Your input would be very helpful. 
Thank you for your time.

Jesseschu


----------



## Deeda (Oct 12, 2012)

The galvanized racks shouldn't be a problem for the fish as long as any condensation or water doesn't drip back into the tanks.

Have you considered just having the steel racks powder coated rather than painted? That should be a bit more durable than just paint.

I think that the reason most metal racks eventually rust is due to water spillage.
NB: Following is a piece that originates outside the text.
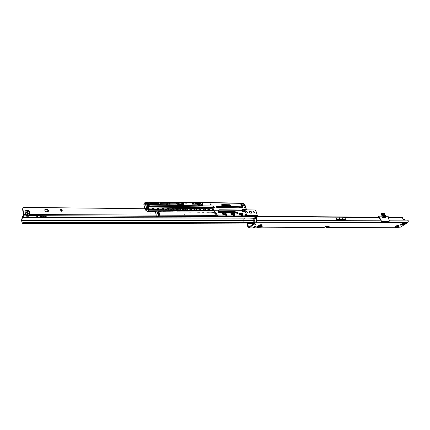 <?xml version="1.0" encoding="UTF-8"?>
<svg xmlns="http://www.w3.org/2000/svg" width="430" height="430" viewBox="0 0 430 430"><rect width="100%" height="100%" fill="white"/><g stroke="black" fill="none" stroke-linecap="round" stroke-linejoin="round"><path stroke-width="0.64" d="M254.205 227.255L253.399 227.4L254.302 226.707L256.103 226.508L254.721 227.438L254.205 227.255L254.323 226.787M256.097 224.041L254.759 224.702L256.097 224.041M405.528 222.944L405.221 223.036L405.931 223.165L405.227 222.579M404.087 222.595L405.151 222.982L405.119 222.579M405.259 223.073L405.157 223.777L406.882 222.584L403.673 222.756L400.19 224.917M398.449 226.003L398.938 225.675L397.051 225.497L397.782 226.218L398.347 226.572L398.115 225.992L398.427 225.997L398.975 226.368M257.731 226.793L256.898 227.432L257.006 227.771L258.21 227.76L258.736 227.212M261.182 225.691L262.058 224.718L259.93 224.756L257.226 226.551L258.312 227.212L258.349 226.427L260.139 225.696L260.171 226.465L258.575 227.126M400.292 225.169L401.674 224.465L403.227 224.465L403.173 223.858L403.227 224.465L404.415 224.111L403.431 222.907M405.732 222.584L406.302 222.939L406.882 222.584M328.692 226.121L329.337 226.18L327.01 227.626L326.472 227.373L326.768 226.809L328.273 226.121M386.935 221.455L386.371 222.584L407.979 222.471L400.47 227.115L398.567 227.244M383.388 221.504L382.84 222.455L381.044 222.579L381.609 221.407M379.04 217.284L256.952 216.242L256.592 216.403L256.253 218.214L256.85 220.337L256.436 222.256L249.169 227.9L248.766 228.045L247.97 227.255L247.218 224.874L247.218 223.837L248.083 223.288L247.949 222.982M250.975 227.819L248.793 228.04M251.41 228.029L323.758 227.642L326.461 226.029M254.952 226.588L254.501 226.744M397.82 225.675L398.105 225.497M261.021 224.954L261.257 225.632L261.021 224.954L260.043 225.702M403.077 223.885L401.856 223.885M345.467 219.51L336.636 219.467L345.467 219.51L344.925 217.344L341.791 217.204L256.554 216.806L256.103 217.161L255.802 218.569L256.398 220.692L256.216 221.552L248.948 227.201L248.411 226.911L247.658 223.487L253.721 223.487M382.732 221.751L381.469 221.977M388.059 221.74L386.801 221.987M326.064 226.857L325.069 226.895M405.028 219.983L404.608 219.531M404.05 222.778L404.77 223.885L404.727 222.869L405.162 223.267L404.781 223.369M404.619 219.977L404.297 219.499L403.619 219.891M256.952 216.242L257.221 216.247M379.147 217.424L256.592 216.403L256.409 216.919M401.744 217.478L388.5 217.365M407.979 222.471L408.398 220.896L407.538 219.993L403.845 219.977L402.002 217.478M256.285 218.58L255.834 218.929M336.636 219.467L335.894 217.429M388.177 222.444L388.693 221.504M403.845 224.46L405.157 223.777M403.404 224.245L403.619 223.466M403.173 223.858L403.566 223.654M404.797 222.579L405.974 223.272M403.636 223.417L404.678 223.277M325.118 226.857L326.144 226.857L327.407 226.126M339.856 219.375L339.05 217.177M342.597 219.391L341.791 217.204M325.983 226.911L326.472 227.373M253.979 223.288L248.083 223.288L248.905 222.987M255.463 222.138L254.985 222.138M247.486 222.982L247.218 223.837M247.218 224.874L247.658 224.53M255.028 226.648L255.393 226.863M260.171 226.465L262.198 226.465L261.418 227.115L258.328 227.212M257.903 226.035L258.349 226.427M262.139 226.454L262.021 225.691L260.139 225.696M262.021 225.691L262.176 226.459M257.796 226.857L257.006 227.771M257.28 227.561L258.484 227.556M398.981 226.341L399.072 226.932L397.54 227.878L396.148 227.948L394.837 226.879L397.051 225.497M397.675 225.497L398.347 226.572M399.11 226.868L398.363 226.572M385.678 216.086L384.651 214.333L382.7 214.312L383.571 216.08L382.361 213.232L381.964 213.748L382.232 213.129M382.904 213.253L382.931 213.538M383.71 214.129L383.383 213.968L383.71 214.129M388.295 221.299L386.903 221.692L387.581 221.789L389.177 221.359M385.097 216.65L385.479 217.542L385.269 216.451L383.603 216.435L382.571 217.516L382.039 216.156L378.9 216.123L381.292 220.848L382.356 221.144L381.722 221.412L382.211 221.385M381.571 221.676L387.532 221.407M382.668 221.67L383.533 221.445M387.978 221.686L387.505 221.735M382.985 221.283L382.356 221.133M382.463 220.999L389.112 221.278L389.333 220.875L388.032 216.215L384.984 216.451L385.688 216.048L384.673 214.371M382.56 214.366L382.254 213.592L381.969 213.78L382.506 215.145L382.168 215.328L381.62 213.92L381.856 213.199M388.29 221.305L388.65 221.369L388.231 221.251L388.483 221.111M383.06 221.004L383.092 221.407M381.582 221.622L382.082 221.445L381.582 221.627M387.812 221.821L388.892 221.434M378.244 217.263L378.9 216.123L378.529 216.29M382.394 221.004L382.179 221.428M387.672 221.106L383.173 221.095M381.641 213.989L381.931 216.091L382.114 215.554L382.888 215.876L383.103 216.424L383.571 216.08L383.205 216.338M385.124 216.639L385.479 217.542L382.571 217.516L383.227 216.51M385.151 217.042L385.178 216.532M383.743 215.559L384.968 215.344L383.625 215.15M384.877 216.543L384.291 215.709L383.829 215.704M383.608 215.371L384.001 216.037L383.684 216.177L384.022 216.032L383.581 215.317M384.012 216.07L383.641 216.408M384.006 216.118L383.533 216.494M382.082 215.898L381.367 213.71L381.421 214.129L382.189 213.14M381.577 213.57L381.448 214.081M384.001 213.14L382.383 213.087M384.377 213.581L384.678 214.344L383.936 213.103L382.265 213.097L384.006 213.162L384.366 213.608M383.635 213.549L383.603 213.237M382.506 215.145L382.168 215.328M382.453 215.145L381.91 213.764M249.61 211.334L249.846 211.302C250.91 211.608 251.351 212.259 251.163 213.253M250.206 211.006C251.426 211.442 251.819 212.151 251.378 213.135L250.932 213.285C249.712 212.855 249.319 212.146 249.755 211.157L250.206 211.006M253.383 211.748L254.307 212.898M253.791 211.452L254.538 212.807L254.259 212.898L253.512 211.549L253.791 211.452M246.428 211.684L247.374 212.839M246.852 211.388L247.605 212.748L247.309 212.845L246.557 211.485L246.852 211.388M150.93 214.102L150.844 213.785L150.93 214.102M184.346 214.296L184.26 213.989L184.346 214.296M25.692 214.355L25.236 213.952L25.316 213.414L26.423 214.995L25.526 214.495L23.903 214.489L23.725 215.849L22.381 217.752L244.315 218.144L243.584 220.407L21.817 220.595L22.381 217.752M158.837 213.877L158.084 215.07L158.261 215.731L158.906 215.887L159.643 214.989L159.035 214.989L159.175 214.258L158.229 211.35L157.423 211.969L157.788 213.355L158.837 213.877M27.106 212.565L26.837 214.93L27.047 212.694L25.52 213.452L26.278 212.038L27.106 212.565L26.01 212.13L26.278 212.038L25.703 210.539L26.01 212.13L25.316 213.414M44.5 217.225L45.462 217.091L44.913 216.833L46.236 216.36L45.655 217.091L44.483 217.155L45.263 217.225M44.973 216.876L45.591 216.887M36.663 216.349L37.566 216.424L36.985 217.182L37.77 216.387L36.663 216.349M36.727 216.392L37.55 216.408M42.602 217.22L43.564 217.091L43.011 216.827L44.07 216.462L43.188 216.371L44.279 216.403L43.752 217.091L42.581 217.15M44.059 216.424L43.226 216.344M43.07 216.87L43.693 216.881M42.575 216.188L39.985 216.693L41.597 217.349L39.807 216.763L42.634 216.215L39.995 216.763M41.721 217.263L39.791 216.784M44.854 209.609L46.467 209.335L48.267 210.754L48.181 211.512M48.558 210.394L48.359 211.334L46.574 211.775C45.059 211.426 44.521 210.641 44.967 209.421L46.757 208.975L48.558 210.394M60.098 209.695L60.651 209.544L61.936 211.114M60.947 209.184C62.071 209.458 62.463 210.044 62.119 210.947L61.388 211.264C60.264 210.996 59.872 210.41 60.211 209.501L60.947 209.184M158.546 215.876L156.24 216.043M159.154 215.672L158.923 216.322L158.24 216.639L156.063 216.478L156.257 215.113L155.375 211.689M27.73 210.587L29.213 211.737L29.573 215.102L28.047 215.57L26.182 215.511M29.52 215.15L29.659 215.871L28.186 216.29L25.864 216.091L26.252 215.118L27.391 214.344L27.509 213.511L26.934 210.539L26.73 210.211L26.058 210.915M145.566 208.754L23.376 207.384L22.811 208.808L23.903 214.489M156.257 215.113L29.901 214.516L29.493 211.372L28.17 210.227L26.139 210.098L25.703 210.539M257.473 216.231L256.011 211.119L255.124 209.985L245.767 209.883M158.466 214.484L157.788 213.355M25.698 210.48L26.423 210.501M26.219 215.36L27.633 214.962L28.181 214.35L28.299 213.517L27.418 210.27M22.941 207.986L22.532 209.179L23.623 214.855L22.344 216.768L21.543 220.225L22.285 223.82L23.784 223.374L254.737 222.702M23.376 207.384L23.102 207.771M253.152 218.822L256.554 216.51M255.92 217.521L254.522 218.048L253.582 219.112L253.232 218.252L254.189 217.902M255.404 217.929L254.495 220.439L254.942 222.133M158.724 211.404L159.788 214.258L159.643 214.989M216.242 215.398L159.648 215.129L158.966 215.543M157.638 213.404L157.423 211.969M158.181 214.823L158.261 215.731M158.369 215.527L159.035 214.989M26.504 215.118L26.628 214.763L26.423 214.995M158.804 215.887L158.923 216.322L256.146 216.661M22.484 217.489L253.48 218.048M21.817 220.595L22.29 223.019L23.688 222.606L255.382 222.197M23.688 222.606L23.784 223.374M29.573 215.102L29.81 215.624L29.901 214.516L29.616 214.882M29.81 215.624L156.095 216.311M42.586 217.15L43.742 217.016L44.258 216.371M37.012 217.134L37.749 216.354M45.247 217.155L46.193 216.333M159.148 215.398L159.514 215.097M253.963 222.084L253.506 220.515L254.017 218.961M254.495 220.439L243.584 220.407L244.041 222.014M254.141 218.037L254.452 218.386M244.057 211.544L245.138 210.985L243.627 210.179L242.235 210.7L242.493 211.528M244.821 211.34L244.407 211.549M241.488 214.629L242.579 214.065L241.058 213.253L239.655 213.78L239.918 214.624M242.536 214.199L242.23 214.452L242.536 214.199M242.23 214.452L241.601 214.726M224.895 214.532L226.035 213.957L224.471 213.135L223.046 213.667L223.31 214.527M225.723 214.317L225.014 214.64M185.239 209.99L183.755 209.528L182.9 209.813M151.93 209.641L150.35 209.163L149.317 209.582M243.455 205.325L244.643 205.454L244.869 205.035L243.025 203.401L183.277 202.288L183.046 202.476L183.567 203.309L183.433 202.777L182.696 203.465M148.027 207.088L148.527 206.658L148.076 207.077M210.936 204.83L210.996 204.395L210.055 203.879M186.308 203.239L185.497 203.1M245.46 207.513L244.315 206.889L244.202 207.496L245.353 208.125L245.46 207.513M245.326 208.142L245.428 207.545L244.299 206.9M178.305 204.933L178.407 204.422L177.617 203.772L177.187 204.4L177.585 204.927M177.504 204.927L176.972 204.105C177.3 202.584 178.052 202.595 179.235 204.142L179.159 204.949M168.925 204.793L169.038 204.272L168.237 203.61L167.791 204.25L168.195 204.777M168.098 204.777L167.56 203.949C167.91 202.412 168.678 202.428 169.871 203.987L169.791 204.804M159.358 204.642L159.476 204.116L158.665 203.449L158.208 204.094L158.611 204.626M158.503 204.626L157.96 203.788C158.331 202.24 159.116 202.25 160.32 203.831L160.229 204.653M149.592 204.486L149.721 203.954L148.898 203.282L148.425 203.933L148.834 204.476M148.71 204.476L148.167 203.626C148.554 202.062 149.355 202.073 150.575 203.669L150.473 204.503M244.014 205.578L242.799 204.121M211.13 204.277L210.136 203.772L210.044 204.261L211.033 204.766L211.13 204.277M245.917 212.92L246.438 214.559L246.223 215.785L242.837 216.053L242.316 214.387M148.554 206.98L147.495 207.206L148.57 207.007L149.269 210.189C148.027 210.351 147.216 209.964 146.834 209.034L145.759 204.938L145.528 205.164M183.669 205.024L183.986 204.728L183.519 204.142L179.428 204.863L179.477 204.132L178.815 203.207L179.321 204.019L178.832 203.299L179.186 203.105L179.036 202.557L146.157 201.955L145.265 202.299L145.018 203.514L145.448 205.158M242.058 213.57L242.466 213.194L239.048 213.199M225.53 213.463L225.933 213.07L222.38 213.081M232.608 214.581L232.324 213.656L230.937 213.645L232.523 213.484M239.08 213.173L239.531 214.618L241.574 214.629L241.531 215.973L234.646 216.021L233.855 213.484L234.275 213.135L230.792 213.14M225.933 213.07L226.621 215L226.298 215.984L225.777 214.28M234.275 213.135L234.968 215.043L234.785 215.946M242.466 213.194L243.165 215.086L242.977 215.984M226.443 215.914L233.313 215.941L233.495 215.038L226.621 215M224.944 215.876L225.121 214.995L217.016 214.952L217.886 215.849L224.885 215.994L225.008 215.564M222.417 213.049L222.864 214.522L224.981 214.538L225.121 214.995M230.824 213.108L231.275 214.57L233.356 214.586L233.495 215.038M241.714 215.081L234.968 215.043M241.751 210.351L242.171 211.528L245.213 211.555L246.105 213.662L245.293 215.097L243.165 215.086M239.881 207.835L240.95 207.636L240.967 207.088M241.875 206.841L242.052 207.9L216.946 207.566L216.591 207.265L216.602 206.411L241.59 206.782L242.079 206.131L240.864 204.486L241.638 204.159L240.956 204.094L240.87 204.486L240.956 204.094M219.606 212.576L218.451 212.312L218.467 211.393L234.393 211.555L237.731 212.63L238.118 213.57L234.189 212.554L219.993 212.441L219.418 212.732M224.922 215.919L217.865 215.887L216.215 213.269L215.586 213.807L215.828 214.608L217.618 216.102L245.363 216.209L245.632 215.994L245.293 215.097M218.467 211.393L234.173 211.549M234.393 211.555L234.092 211.807L237.451 212.855L237.849 213.43M216.215 213.269L214.086 211.77L214.925 211.044L218.257 210.84L149.371 210.168M241.531 215.973L241.595 215.661M233.313 215.941L233.377 215.613M242.197 210.119L219.015 210.146M213.968 207.83L213.436 206.384L213.737 206.12L149.296 205.056L149.194 205.75L149.269 205.309L148.425 205.282L147.705 207.158M230.12 205.723L229.663 205.056L221.617 204.927M242.069 206.712L241.305 207.088L216.457 206.733L216.946 207.566M241.305 207.088L241.59 206.782M242.644 207.674L242.568 206.088L240.87 204.25M218.483 210.818L217.988 211.071M241.681 215.242L241.934 216.048L242.837 216.053M233.469 215.177L233.726 216.016L234.646 216.021M225.094 215.107L225.363 215.984L226.298 215.984M197.854 205.051L198.246 205.32L198.891 205.067L198.875 204.669L198.219 204.658L198.176 203.616L197.198 203.041L197.214 203.438L197.789 203.503L197.838 204.653L197.193 204.642L197.209 205.04L197.854 205.051M195.962 203.691L195.677 204.261L196.935 204.169L196.274 203.025L195.139 203.003L195.172 203.82L194.661 203.847L194.677 204.245L195.473 204.18L195.542 203.406L196.386 203.422L196.628 203.841L195.962 203.691M193.344 203.648L193.054 204.218L194.328 204.126L193.656 202.976L192.522 202.955L192.543 203.804L192.038 203.804L192.049 204.202L192.85 204.132L192.925 203.363L193.774 203.374L194.016 203.793L193.344 203.648M199.16 205.336L199.541 205.341L199.429 203.626L198.364 203.062L198.386 203.46L199.042 203.524L199.16 205.336M200.74 204.347L201.122 204.352L201.089 203.664L200.53 203.1L199.66 203.084L199.713 204.331L200.095 204.336L200.057 203.487L200.708 203.557L200.74 204.347M202.912 204.809L202.836 203.143L202.455 203.137L202.492 203.981L201.358 203.96L201.374 204.357L202.514 204.379L202.444 204.922L200.633 204.959L200.649 205.357L202.75 205.255L202.836 203.143M184.927 202.353L186.496 203.116L186.642 202.385L184.927 202.353M232.807 214.581L232.501 213.581M145.759 204.938L147.877 204.46L145.775 204.938L146.893 209.007C147.259 209.899 148.049 210.265 149.253 210.098L218.273 210.754L219.531 209.792L242.149 210.039L242.918 209.071L246.25 209.114L244.955 205.029L246.272 209.12L242.778 209.2L242.251 210.087L244.998 210.125L245.852 209.421L242.665 209.383M179.036 202.557L179.756 202.482L179.912 203.03L182.503 202.465L182.422 202.186L183.277 202.288M246.363 209.383L244.885 204.648L243.181 203.213L181.782 202.057L179.756 202.482M241.563 205.352L241.273 204.438L240.875 204.433M185.868 203.105L186.642 202.385M228.878 206.911L228.357 206.986M221.031 206.878L220.445 206.792M148.474 206.604L148.753 206.916L148.543 206.626L149.468 206.594L148.732 206.615M149.549 206.62L212.635 207.47L213.474 206.395M216.478 206.814L239.564 207.142L239.779 207.835M213.651 206.776L213.054 206.766M148.119 207.749L147.221 207.953L147.399 208.62L148.565 209.458L148.119 207.749L147.366 208.496M202.019 210.162L202.998 210.033L204.503 208.7L203.094 210.173M210.318 210.249L210.582 210.076L210.313 210.227M148.42 206.733L148.678 206.309L147.796 206.223L148.302 205.201L147.205 206.292L147.442 207.206M181.782 202.057L182.422 202.186M239.935 207.792L239.709 207.066M148.823 206.169L212.716 207.061M244.998 210.125L244.772 209.41M243.025 203.401L244.799 204.809M202.724 205.271L202.874 204.841M202.439 204.927L200.633 204.992M202.492 203.981L201.358 203.992M202.799 203.175L202.455 203.17M200.057 204.336L200.057 203.487M201.084 204.352L200.498 203.132L199.66 203.116M199.504 205.341L199.391 203.659L198.37 203.094M194.016 203.793L193.328 203.68M192.833 204.153L192.925 203.363M192.516 203.815L192.038 203.836M194.328 204.126L193.624 203.008L192.522 202.987M196.596 203.868L195.946 203.723M195.473 204.18L195.542 203.406M195.107 203.884L194.661 203.879M196.913 204.191L196.236 203.057L195.139 203.035M197.838 204.653L197.193 204.675M198.859 205.067L198.843 204.701L198.187 204.691L198.139 203.643L197.198 203.073M245.224 207.98L244.38 207.142L244.95 207.12L245.078 207.98L244.417 207.115M242.81 206.701L242.187 206.411M148.457 206.701L149.194 205.75L148.269 205.69M147.495 207.206L148.699 206.97M147.141 206.217L148.221 205.137L147.893 204.503L145.834 204.965M182.589 205.002L183.524 204.046L183.997 204.411L183.836 205.062L147.925 204.497L148.049 205.137L147.012 205.368L148.237 205.04M210.582 210.076L211.743 210.125L213.258 208.803L211.839 210.265M206.411 210.211L207.389 210.076L208.899 208.749L205.185 208.614L205.664 210.238L209.399 210.275L208.921 208.663L209.469 210.157M201.138 210.13L200.702 208.663M197.365 209.937L198.563 209.985L200.063 208.647L196.257 208.598L196.618 209.996M192.876 209.888L194.086 209.937L195.58 208.593L194.183 210.082M188.539 210.023L189.56 209.888L191.049 208.539L187.184 208.4L187.652 210.05L191.538 210.093L191.071 208.442L191.619 209.969M179.133 209.743L180.385 209.792L181.863 208.426L180.482 209.942M174.666 209.878L175.725 209.743L177.198 208.373L173.215 208.227L177.214 208.276L177.671 209.856L177.214 208.276M169.06 209.819L168.791 209.706M169.748 209.641L171.022 209.695L172.484 208.314L171.119 209.84M164.292 209.77L163.991 209.652M164.98 209.593L166.27 209.647L167.727 208.254L166.367 209.792M159.476 209.722L159.138 209.603M160.17 209.539L161.47 209.593L162.922 208.201L161.567 209.743M154.606 209.673L154.241 209.55M155.305 209.491L156.622 209.544L158.063 208.142L156.719 209.695M179.417 211.872L181.476 211.925M150.656 211.635L152.956 211.657M155.569 211.673L157.557 211.856M160.438 211.716L162.535 211.797M165.254 211.753L167.377 211.807M170.022 211.797L172.124 211.85M184.051 211.909L186.082 211.963M188.63 211.947L190.646 212.001M193.172 211.985L195.129 212.065M197.666 212.022L199.638 212.076M202.116 212.06L204.035 212.141M206.524 212.097L208.459 212.151M210.888 212.135L213.796 212.312L215.597 213.839M183.739 204.207L183.481 203.299L180.186 204.019M145.727 209.319L145.689 210.168L147.662 211.775L149.253 210.098M147.877 204.465L183.836 205.062M210.829 210.168L211.737 210.265M232.721 213.441L233.092 214.581M145.136 208.754L145.496 208.432M144.958 208.749L145.453 208.26L145.576 209.738M254.608 227.4L254.436 226.868M257.495 226.551L257.226 226.551M400.47 227.115L398.76 227.121M395.197 227.142L327.423 227.492M382.872 222.439L386.414 222.444M256.436 222.256L381.082 222.434M250.668 227.889L249.169 227.9M324.177 227.508L251.577 227.884M329.074 226.029L326.8 226.04M388.553 217.499L402.373 217.618M256.253 218.214L255.802 218.569M344.72 217.499L379.292 217.768M388.688 217.843L402.684 217.951M256.85 220.337L380.985 220.794M389.344 220.826L408.398 220.896M382.84 222.455L382.603 221.858M388.145 222.466L387.908 221.869M401.674 224.465L401.523 224.089M382.469 222.579L382.238 221.977M387.779 222.584L387.543 221.987M404.485 219.644L404.893 219.649M327.585 226.594L326.719 226.599M249.325 226.911L248.411 226.911M247.191 224.514L247.626 224.17M255.205 227.201L255.033 226.669M261.467 227.056L258.656 227.067M261.773 226.61L259.269 226.621M261.8 226.588L259.322 226.599M259.021 225.938L258.022 225.944M258.597 227.11L258.258 226.411M259.973 226.481L259.946 225.712M395.132 227.056L397.347 225.675M395.568 227.599L397.782 226.218M396.202 227.938L398.39 226.578M396.739 227.792L398.691 226.583M396.783 227.792L398.717 226.594M399.088 226.846L398.965 226.314M382.985 220.999L381.926 221.676M387.699 221.144L388.301 221.02M378.932 217.182L379.222 217.521M382.023 215.613L381.426 214.151M389.112 221.278L388.672 221.278M381.496 221.343L381.765 221.466M384.968 215.344L385.35 216.193L384.829 215.408L384.441 215.661L384.877 216.354M378.868 216.075L381.964 216.096L378.765 216.134M381.7 221.418L379.4 217.972M379.212 217.532L378.932 217.139M385.694 216.145L387.957 216.156L385.699 216.134M379.588 217.881L378.808 216.15M378.513 216.311L378.271 217.263L378.502 216.306M383.528 216.682L384.63 216.693M384.721 215.167L383.603 215.317M382.888 215.876L381.99 216.096M388.344 221.375L387.919 221.622L388.387 221.434M383.033 221.359L382.609 221.611L383.065 221.385M381.84 221.256L381.087 220.972M381.292 220.848L379.733 218.182M387.559 221.799L387.242 221.686M379.534 218.311L378.674 216.956M388.043 216.236L388.72 217.951M388.725 217.972L388.806 218.252M389.344 220.918L388.827 218.268M382.114 215.554L382.06 216.07M381.845 213.291L381.56 213.479M381.904 213.731L381.62 213.92M158.24 216.639L158.073 216.01M28.117 216.285L27.977 215.57M257.452 215.597L246.422 215.543M255.226 218.203L254.479 218.257M26.015 215.855L23.725 215.849M26.182 216.225L26.085 215.747M156.654 216.688L156.488 216.053M158.821 216.43L158.675 215.887M244.444 217.935L253.232 218.252M21.817 220.778L254.49 220.73M244.826 222.014L244.955 222.622L244.052 222.939M254.329 223.019L22.408 223.772M23.048 222.708L23.145 223.471M22.403 222.928L22.5 223.697M28.17 210.227L27.891 210.593M29.493 211.372L29.213 211.737M26.139 210.098L25.859 210.463M22.811 208.808L22.532 209.179M46.757 208.975L46.467 209.335M45.999 208.969L45.714 209.329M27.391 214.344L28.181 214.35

Extremely humid environments will also contribute to rusting so if you can keep your new fishroom under 50% humidity, I think that the rust issue may be negligible.


----------



## cantrell00 (Oct 30, 2010)

These racks welded together or bolted?

If welded, you will still have the welded areas that will have to be painted and still prone to rust.

Any reason you aren't using dimensional lumber?


----------



## Jesseschu (Mar 16, 2011)

Thanks for the replies!

The connections will be welded, then sprayed with galvanizing paint at those welds.

Powder coating might be an option. Good thought.

Reason for not using lumber: I am building this fishroom once and the right way (right for me ). The dimensional lumber works for sure, but takes up more room (which is a limiting factor) and never really dresses up as nicely as I want. I want the room to have sleek lines, but obviously don't want to do anything to hurt the fish. Thus the question on the galvanized coating.

Thanks again...

Any more thoughts?


----------



## cantrell00 (Oct 30, 2010)

Powder will be steep if as pricy as my neck of the woods.


----------



## Deeda (Oct 12, 2012)

Someone on another fish forum had a friend that worked in the automotive painting industry and had them prep and paint a metal box channel style stand and it came out beautifully. Very nice finish, shiny like a car.

What style racks were you planning on building and what material, angle iron or box channel? Any plans for them being adjustable at all?


----------



## Jesseschu (Mar 16, 2011)

So, my inspiration has been the Pisces fish farm customer room. They are galvanized, I believe and shiny, sleek silver.

It got me to question the idea of making the rack dark to fade away and think to make them shiny silver. The galvanized piece is what I am questioning at this point. I have an email sent to the Pisces fish farm to inquire also.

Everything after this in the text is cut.